Rehab/Restoration Case Studies
Saving Miss Emily
Jonathan Appell explains the process of saving one of Decatur, Ga’s, historic monuments, a box crypt tomb known as “Miss Emily.”
“Miss Emily,” a 19th century marble box crypt tomb and memorial in Decatur (Ga.) Cemetery, marks the grave of an unknown child. The above-ground monument is styled to look like a tomb but is, however, an empty as the remains of the departed are buried underground, beneath the lower slab of the box.
According to the cemetery superintendent, the tomb’s lid, measuring about three feet wide, six feet long and two inches thick, had been disturbed by vandals who shifted and dislodged it in an effort to reach any existing contents. The cemetery staff had realigned and straightened the shifted top repeatedly, but eventually found it shattered into more than 14 pieces on the ground.

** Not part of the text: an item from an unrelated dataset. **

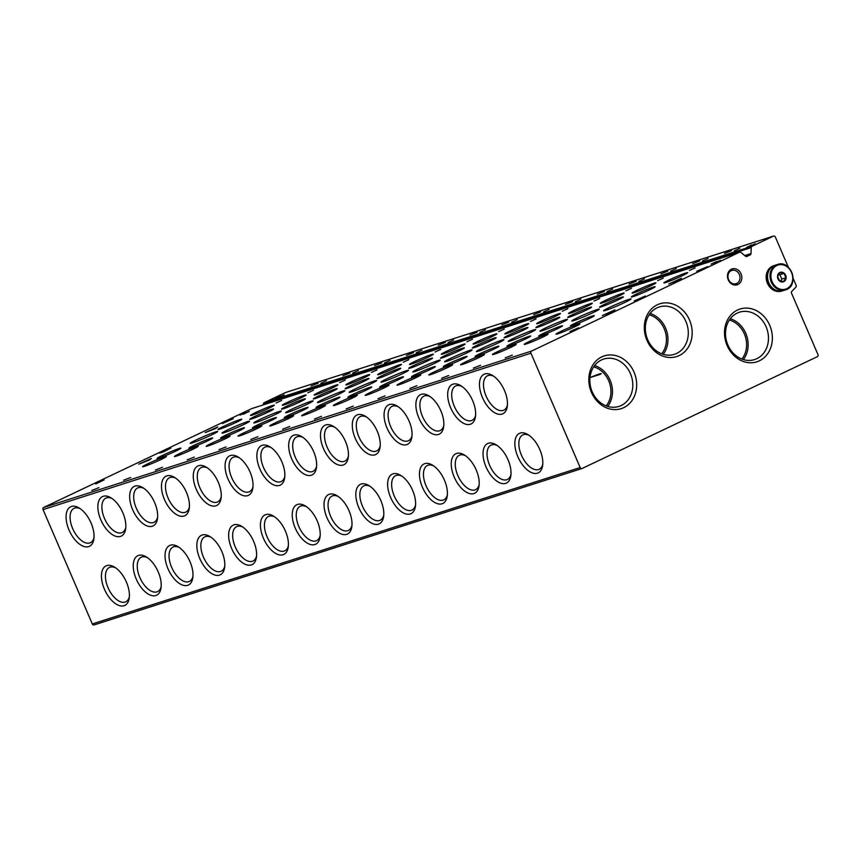 <?xml version="1.0" encoding="UTF-8"?>
<svg xmlns="http://www.w3.org/2000/svg" width="861" height="861" viewBox="0 0 861 861"><rect width="100%" height="100%" fill="white"/><g stroke="black" fill="none" stroke-linecap="round" stroke-linejoin="round"><path stroke-width="1.29" d="M661.7 353.817A23.527 19.975 72.2 0 0 665.349 331.915A23.527 19.975 72.2 0 0 664.186 328.687A23.527 19.975 72.2 0 0 649.183 314.771M728.61 279.61A6.985 5.93 72.2 0 0 736.112 283.71A6.985 5.93 72.2 0 0 739.351 274.508A6.985 5.93 72.2 0 0 731.85 270.408A6.985 5.93 72.2 0 0 728.61 279.61M741.881 359.059A23.527 19.975 72.2 0 0 744.367 333.928A23.527 19.975 72.2 0 0 729.364 320.012M606.209 405.897A23.527 19.975 72.2 0 0 608.695 380.777A23.527 19.975 72.2 0 0 593.692 366.861M600.515 374.244L590.076 377.592A12.969 0.775 -23.3 0 1 601.226 373.631M136.21 578.99A21.88 11.484 64.6 0 1 134.424 559.402A21.88 11.484 64.6 0 1 146.23 556.863A21.88 11.484 64.6 0 1 161.018 587.977A21.88 11.484 64.6 0 1 150.653 595.231A21.88 11.484 64.6 0 1 136.21 578.99M168.013 568.798A21.88 11.484 64.6 0 1 166.227 549.21A21.88 11.484 64.6 0 1 178.033 546.67A21.88 11.484 64.6 0 1 192.81 577.774A21.88 11.484 64.6 0 1 182.446 585.039A21.88 11.484 64.6 0 1 168.013 568.798M199.817 558.606A21.88 11.484 64.6 0 1 198.03 539.008A21.88 11.484 64.6 0 1 209.836 536.478A21.88 11.484 64.6 0 1 224.613 567.582A21.88 11.484 64.6 0 1 214.249 574.836A21.88 11.484 64.6 0 1 199.817 558.606M231.609 548.403A21.88 11.484 64.6 0 1 229.833 528.815A21.88 11.484 64.6 0 1 241.629 526.286A21.88 11.484 64.6 0 1 256.417 557.39A21.88 11.484 64.6 0 1 246.052 564.644A21.88 11.484 64.6 0 1 231.609 548.403M263.412 538.211A21.88 11.484 64.6 0 1 261.626 518.623A21.88 11.484 64.6 0 1 273.432 516.083A21.88 11.484 64.6 0 1 288.22 547.198A21.88 11.484 64.6 0 1 277.855 554.452A21.88 11.484 64.6 0 1 263.412 538.211M295.215 528.019A21.88 11.484 64.6 0 1 293.429 508.431A21.88 11.484 64.6 0 1 305.235 505.891A21.88 11.484 64.6 0 1 320.012 537.006A21.88 11.484 64.6 0 1 309.648 544.26A21.88 11.484 64.6 0 1 295.215 528.019M327.008 517.827A21.88 11.484 64.6 0 1 325.232 498.228A21.88 11.484 64.6 0 1 337.028 495.699A21.88 11.484 64.6 0 1 351.815 526.803A21.88 11.484 64.6 0 1 341.451 534.057A21.88 11.484 64.6 0 1 327.008 517.827M358.811 507.635A21.88 11.484 64.6 0 1 357.024 488.036A21.88 11.484 64.6 0 1 368.831 485.507A21.88 11.484 64.6 0 1 383.619 516.611A21.88 11.484 64.6 0 1 373.254 523.865A21.88 11.484 64.6 0 1 358.811 507.635M390.614 497.432A21.88 11.484 64.6 0 1 388.828 477.844A21.88 11.484 64.6 0 1 400.634 475.315A21.88 11.484 64.6 0 1 415.411 506.419A21.88 11.484 64.6 0 1 405.047 513.673A21.88 11.484 64.6 0 1 390.614 497.432M422.417 487.24A21.88 11.484 64.6 0 1 420.631 467.652A21.88 11.484 64.6 0 1 432.437 465.112A21.88 11.484 64.6 0 1 447.214 496.227A21.88 11.484 64.6 0 1 436.85 503.481A21.88 11.484 64.6 0 1 422.417 487.24M454.21 477.048A21.88 11.484 64.6 0 1 452.434 457.449A21.88 11.484 64.6 0 1 464.23 454.92A21.88 11.484 64.6 0 1 479.017 486.024A21.88 11.484 64.6 0 1 468.653 493.278A21.88 11.484 64.6 0 1 454.21 477.048M486.013 466.856A21.88 11.484 64.6 0 1 484.226 447.257A21.88 11.484 64.6 0 1 496.033 444.728A21.88 11.484 64.6 0 1 510.821 475.832A21.88 11.484 64.6 0 1 500.456 483.086A21.88 11.484 64.6 0 1 486.013 466.856M517.816 456.653A21.88 11.484 64.6 0 1 516.03 437.065A21.88 11.484 64.6 0 1 527.836 434.536A21.88 11.484 64.6 0 1 542.613 465.64A21.88 11.484 64.6 0 1 532.249 472.893A21.88 11.484 64.6 0 1 517.816 456.653M104.407 589.182A21.88 11.484 64.6 0 1 102.631 569.595A21.88 11.484 64.6 0 1 114.427 567.065A21.88 11.484 64.6 0 1 129.215 598.169A21.88 11.484 64.6 0 1 118.85 605.423A21.88 11.484 64.6 0 1 104.407 589.182M100.845 519.883A21.88 11.484 64.6 0 1 99.069 500.295A21.88 11.484 64.6 0 1 110.865 497.755A21.88 11.484 64.6 0 1 125.652 528.858A21.88 11.484 64.6 0 1 115.288 536.123A21.88 11.484 64.6 0 1 100.845 519.883M132.648 509.69A21.88 11.484 64.6 0 1 130.861 490.092A21.88 11.484 64.6 0 1 142.668 487.563A21.88 11.484 64.6 0 1 157.455 518.666A21.88 11.484 64.6 0 1 147.091 525.92A21.88 11.484 64.6 0 1 132.648 509.69M164.451 499.488A21.88 11.484 64.6 0 1 162.664 479.9A21.88 11.484 64.6 0 1 174.471 477.371A21.88 11.484 64.6 0 1 189.248 508.474A21.88 11.484 64.6 0 1 178.884 515.728A21.88 11.484 64.6 0 1 164.451 499.488M196.254 489.296A21.88 11.484 64.6 0 1 194.468 469.708A21.88 11.484 64.6 0 1 206.274 467.168A21.88 11.484 64.6 0 1 221.051 498.282A21.88 11.484 64.6 0 1 210.687 505.536A21.88 11.484 64.6 0 1 196.254 489.296M228.047 479.103A21.88 11.484 64.6 0 1 226.271 459.516A21.88 11.484 64.6 0 1 238.066 456.976A21.88 11.484 64.6 0 1 252.854 488.079A21.88 11.484 64.6 0 1 242.49 495.344A21.88 11.484 64.6 0 1 228.047 479.103M259.85 468.911A21.88 11.484 64.6 0 1 258.063 449.313A21.88 11.484 64.6 0 1 269.87 446.784A21.88 11.484 64.6 0 1 284.657 477.887A21.88 11.484 64.6 0 1 274.293 485.141A21.88 11.484 64.6 0 1 259.85 468.911M291.653 458.709A21.88 11.484 64.6 0 1 289.866 439.121A21.88 11.484 64.6 0 1 301.673 436.592A21.88 11.484 64.6 0 1 316.45 467.695A21.88 11.484 64.6 0 1 306.085 474.949A21.88 11.484 64.6 0 1 291.653 458.709M323.456 448.516A21.88 11.484 64.6 0 1 321.67 428.929A21.88 11.484 64.6 0 1 333.476 426.389A21.88 11.484 64.6 0 1 348.253 457.503A21.88 11.484 64.6 0 1 337.889 464.757A21.88 11.484 64.6 0 1 323.456 448.516M355.249 438.324A21.88 11.484 64.6 0 1 353.473 418.737A21.88 11.484 64.6 0 1 365.268 416.197A21.88 11.484 64.6 0 1 380.056 447.311A21.88 11.484 64.6 0 1 369.692 454.565A21.88 11.484 64.6 0 1 355.249 438.324M387.052 428.132A21.88 11.484 64.6 0 1 385.265 408.534A21.88 11.484 64.6 0 1 397.072 406.005A21.88 11.484 64.6 0 1 411.859 437.108A21.88 11.484 64.6 0 1 401.495 444.362A21.88 11.484 64.6 0 1 387.052 428.132M418.855 417.929A21.88 11.484 64.6 0 1 417.068 398.342A21.88 11.484 64.6 0 1 428.875 395.812A21.88 11.484 64.6 0 1 443.652 426.916A21.88 11.484 64.6 0 1 433.287 434.17A21.88 11.484 64.6 0 1 418.855 417.929M450.647 407.737A21.88 11.484 64.6 0 1 448.872 388.15A21.88 11.484 64.6 0 1 460.667 385.61A21.88 11.484 64.6 0 1 475.455 416.724A21.88 11.484 64.6 0 1 465.091 423.978A21.88 11.484 64.6 0 1 450.647 407.737M482.451 397.545A21.88 11.484 64.6 0 1 480.664 377.957A21.88 11.484 64.6 0 1 492.47 375.418A21.88 11.484 64.6 0 1 507.258 406.532A21.88 11.484 64.6 0 1 496.894 413.786A21.88 11.484 64.6 0 1 482.451 397.545M69.052 530.075A21.88 11.484 64.6 0 1 67.266 510.487A21.88 11.484 64.6 0 1 79.072 507.947A21.88 11.484 64.6 0 1 93.849 539.061A21.88 11.484 64.6 0 1 83.485 546.315A21.88 11.484 64.6 0 1 69.052 530.075M251.993 408.523A1.668 1.41 72.2 0 0 251.681 408.62L43.674 507.473A1.668 1.41 72.2 0 0 43.05 509.604L92.299 623.956A1.668 1.41 72.2 0 0 94.236 624.871L581.81 468.567M788.428 267.405L775.352 237.044A1.668 1.41 72.2 0 0 773.415 236.129L752.04 246.289A1.668 1.41 72.2 0 0 751.255 247.57L750.996 253.575A1.668 1.41 72.2 0 1 750.222 254.867L746.907 256.438A1.668 1.41 72.2 0 1 745.465 256.201L741.009 252.445A1.668 1.41 72.2 0 0 739.567 252.208L531.549 351.073A1.668 1.41 72.2 0 0 530.936 353.204L580.174 467.545A1.668 1.41 72.2 0 0 582.111 468.47L817.326 356.68A1.668 1.41 72.2 0 0 817.95 354.549L791.55 293.246A1.668 1.41 72.2 0 1 791.808 291.362A498.906 423.558 72.2 0 0 795.876 287.144A1.668 1.41 72.2 0 0 796.124 285.282L793.078 278.211M285.841 392.433A1.668 1.41 72.2 0 0 285.529 392.53L264.155 402.69A1.668 1.41 72.2 0 0 263.38 403.981L263.337 404.874M749.07 246.741L755.258 243.803L749.07 246.741M746.476 247.57L751.61 244.976L746.476 247.57M277.92 397.782L284.119 394.844L277.92 397.782M275.326 398.611L280.46 396.017L275.326 398.611M358.262 370.607L352.655 373.136L358.262 370.607M390.065 360.404L384.447 362.933L390.065 360.404M421.858 350.212L416.25 352.741L421.858 350.212M453.661 340.02L448.054 342.549L453.661 340.02M485.464 329.828L479.846 332.357L485.464 329.828M517.267 319.625L511.649 322.165L517.267 319.625M549.06 309.433L543.452 311.962L549.06 309.433M580.863 299.241L575.256 301.77L580.863 299.241M612.666 289.048L607.048 291.578L612.666 289.048M644.458 278.846L638.851 281.386L644.458 278.846M676.262 268.654L670.654 271.183L676.262 268.654M708.065 258.461L702.458 260.991L708.065 258.461M739.868 248.269L734.25 250.799L739.868 248.269M326.459 380.799L320.852 383.328L326.459 380.799M342.839 375.783L349.932 373.028L342.839 375.783M374.632 365.591L381.724 362.836L374.632 365.591M406.435 355.399L413.528 352.633L406.435 355.399M438.238 345.196L445.331 342.441L438.238 345.196M470.041 335.004L477.123 332.249L470.041 335.004M501.834 324.812L508.926 322.057L501.834 324.812M533.637 314.62L540.73 311.854L533.637 314.62M565.44 304.417L572.533 301.662L565.44 304.417M597.233 294.225L604.325 291.47L597.233 294.225M629.036 284.033L636.128 281.278L629.036 284.033M660.839 273.841L667.932 271.075L660.839 273.841M692.642 263.638L699.735 260.883L692.642 263.638M724.435 253.446L731.527 250.691L724.435 253.446M311.036 385.976L318.129 383.22L311.036 385.976M570.057 331.453L578.592 327.826L570.122 331.603M637.904 299.768L645.395 295.99L634.245 300.952L637.904 299.768M696.753 271.247L707.72 266.598L696.85 271.463M714.296 263.262L720.496 260.334L714.296 263.262M713.102 263.1L716.912 261.518L713.123 263.165M95.56 483.57L104.106 479.943L95.689 483.914M163.418 451.885L170.909 448.097L159.748 453.058L163.418 451.885M222.256 423.364L233.223 418.715L222.353 423.58M243.157 414.302L249.346 411.375L243.157 414.302M241.952 414.141L245.762 412.559L241.984 414.206M196.276 446.655A12.969 0.775 -23.3 0 0 182.758 452.111A12.969 0.775 -23.3 0 0 174.396 456.524A12.969 0.775 -23.3 0 0 184.394 453.047A12.969 0.775 -23.3 0 0 197.513 446.87A12.969 0.775 -23.3 0 0 198.224 446.256A12.969 0.775 -23.3 0 0 196.276 446.655M228.079 436.452A12.969 0.775 -23.3 0 0 214.55 441.908A12.969 0.775 -23.3 0 0 206.199 446.321A12.969 0.775 -23.3 0 0 216.197 442.845A12.969 0.775 -23.3 0 0 229.317 436.678A12.969 0.775 -23.3 0 0 230.027 436.064A12.969 0.775 -23.3 0 0 228.079 436.452M259.882 426.26A12.969 0.775 -23.3 0 0 246.354 431.716A12.969 0.775 -23.3 0 0 237.991 436.129A12.969 0.775 -23.3 0 0 248 432.652A12.969 0.775 -23.3 0 0 261.109 426.486A12.969 0.775 -23.3 0 0 261.819 425.872A12.969 0.775 -23.3 0 0 259.882 426.26M291.675 416.067A12.969 0.775 -23.3 0 0 278.157 421.524A12.969 0.775 -23.3 0 0 269.794 425.937A12.969 0.775 -23.3 0 0 279.793 422.46A12.969 0.775 -23.3 0 0 292.912 416.293A12.969 0.775 -23.3 0 0 293.623 415.669A12.969 0.775 -23.3 0 0 291.675 416.067M323.478 405.875A12.969 0.775 -23.3 0 0 309.96 411.332A12.969 0.775 -23.3 0 0 301.598 415.745A12.969 0.775 -23.3 0 0 311.596 412.268A12.969 0.775 -23.3 0 0 324.715 406.091A12.969 0.775 -23.3 0 0 325.426 405.477A12.969 0.775 -23.3 0 0 323.478 405.875M355.281 395.673A12.969 0.775 -23.3 0 0 341.752 401.129A12.969 0.775 -23.3 0 0 333.39 405.542A12.969 0.775 -23.3 0 0 343.399 402.065A12.969 0.775 -23.3 0 0 356.508 395.899A12.969 0.775 -23.3 0 0 357.218 395.285A12.969 0.775 -23.3 0 0 355.281 395.673M387.084 385.48A12.969 0.775 -23.3 0 0 373.556 390.937A12.969 0.775 -23.3 0 0 365.193 395.35A12.969 0.775 -23.3 0 0 375.202 391.873A12.969 0.775 -23.3 0 0 388.311 385.706A12.969 0.775 -23.3 0 0 389.021 385.093A12.969 0.775 -23.3 0 0 387.084 385.48M418.876 375.288A12.969 0.775 -23.3 0 0 405.359 380.745A12.969 0.775 -23.3 0 0 396.996 385.158A12.969 0.775 -23.3 0 0 406.995 381.681A12.969 0.775 -23.3 0 0 420.114 375.514A12.969 0.775 -23.3 0 0 420.825 374.901A12.969 0.775 -23.3 0 0 418.876 375.288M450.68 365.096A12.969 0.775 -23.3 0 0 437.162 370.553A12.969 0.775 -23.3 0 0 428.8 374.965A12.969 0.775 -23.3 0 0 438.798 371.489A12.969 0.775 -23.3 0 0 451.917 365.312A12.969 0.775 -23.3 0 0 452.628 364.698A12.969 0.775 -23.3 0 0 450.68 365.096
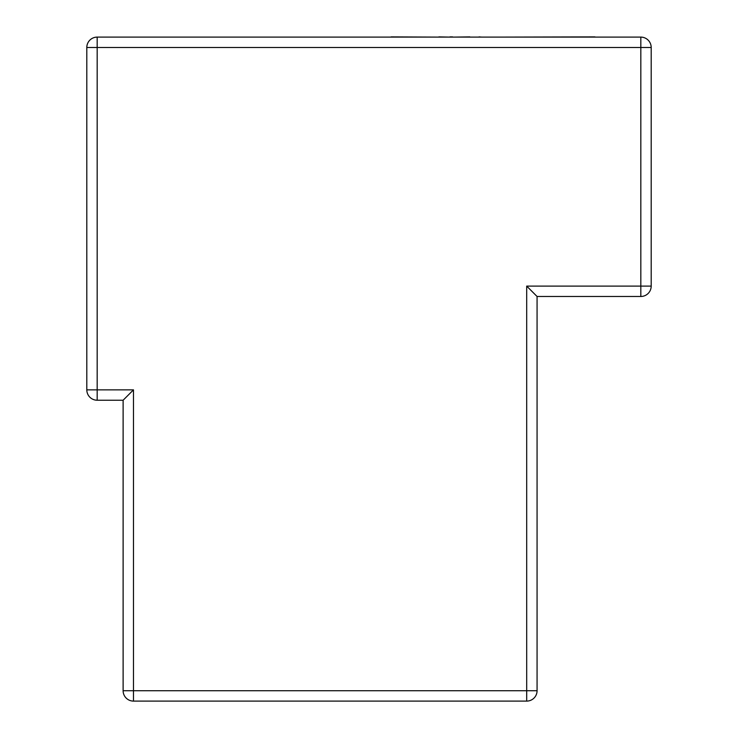 <?xml version="1.0" encoding="UTF-8"?>
<svg xmlns="http://www.w3.org/2000/svg" width="738" height="738" viewBox="0 0 738 738"><rect width="100%" height="100%" fill="white"/><g stroke="black" fill="none" stroke-linecap="round" stroke-linejoin="round"><path stroke-width="1.11" d="M526.701 286.104L640.824 286.104L640.824 47.481L86.807 47.481A10.378 10.378 0 0 1 97.176 37.103L640.824 37.103A10.378 10.378 0 0 1 651.193 47.481L651.193 286.104A10.378 10.378 0 0 1 640.824 296.482L537.07 296.482L537.07 690.722A10.378 10.378 0 0 1 526.701 701.1L133.486 701.1A10.378 10.378 0 0 1 123.117 690.722L123.117 400.227L97.176 400.227A10.378 10.378 0 0 1 86.807 389.858L86.807 47.481A10.378 10.378 0 0 1 97.176 37.103L97.176 389.858L133.486 389.858L133.486 690.722L526.701 690.722L526.701 286.104L537.07 296.482M123.117 400.227L133.486 389.858M479.036 37.103L470.77 37.103M479.036 36.9L481.757 37.103M469.848 36.9L453.981 37.103M391.122 36.9L438.538 37.103M438.879 36.9L449.746 37.103M449.903 36.9L452.579 36.9M452.486 36.9L451.757 36.9L452.486 36.9M371.048 37.103L390.033 37.103M499.285 37.103L594.966 36.9M526.701 701.1L526.701 690.722L537.07 690.722A10.378 10.378 0 0 1 526.701 701.1M133.486 690.722L133.486 701.1A10.378 10.378 0 0 1 123.117 690.722L133.486 690.722M640.824 296.482L640.824 286.104L651.193 286.104A10.378 10.378 0 0 1 640.824 296.482M97.176 389.858L97.176 400.227A10.378 10.378 0 0 1 86.807 389.858L97.176 389.858M651.193 47.481L640.824 47.481L640.824 37.103A10.378 10.378 0 0 1 651.193 47.481"/></g></svg>

In spring 2009, I was contracted to repair and preserve the heavily damaged historic monument through collaboration between the Decatur Preservation Alliance and the City of Decatur. The largest portion of the fractured top already had been lifted back into place, at the head of the tomb, by cemetery staff. The second-largest of the broken pieces was positioned at the foot of the tomb, above a piece of plywood, also covering the gaping hole that the shattered section had once spanned.
Inside the box were dirt, debris and 10 small pieces of marble, also referred to as “fragments,” which had been placed inside the box prior to the plywood top.
The project’s primary focus entailed joining the 14 fragments back into one piece, then lifting it into place, adhered and centered on the lower base section. The repairs needed to be performed in a way that would last, which also would greatly minimize the chance of future vandalism. An innovative plan was needed.
A quality stone epoxy was selected to join the broken pieces together, Akemi, Akepox 2030. Epoxies are, by far, the strongest adhesive used for joining stone. Historically, mortars often were employed for this purpose, but in order for a mortar to have high strength, it needs to be about one-quarter-inch thick, which would push the fragments apart, resulting in unsightly joints.
Drilling holes and installing blind pinning, often composed of some kind of metal, is a common method used to invisibly reinforce a broken stone. Although the concept is to add support with an internal frame, it also can have the effect of weakening the stone along a fault line. Once a hole is drilled into an object, it is forever diminished, and the alteration is non-reversible. If the repair fails at some future date, the stone often will splinter out into small chips projecting from the pin holes, complicating future repair treatments.
The decision was made to construct an internal masonry structure to help support the marble top in order to allow some internal movement from changes in humidity and temperature. Dry-fit cement blocks, natural stone blocking and shims were fit to match the exact height of the sidewalls. Thin lead shims also were fitted to fine-tune the internal support structure to match the sidewall height.
All of the fragments were cleaned prior to being joined together. Marble is highly prone to erosion from any form of acid. A product called “D2 Biological Cleaning Solution,” which is non-acidic and safe for all masonry, was applied to clean the fragments, lightly brushed and rinsed. A small plywood platform was constructed beside the tomb. All of the small fragments were carefully joined together with the stone epoxy.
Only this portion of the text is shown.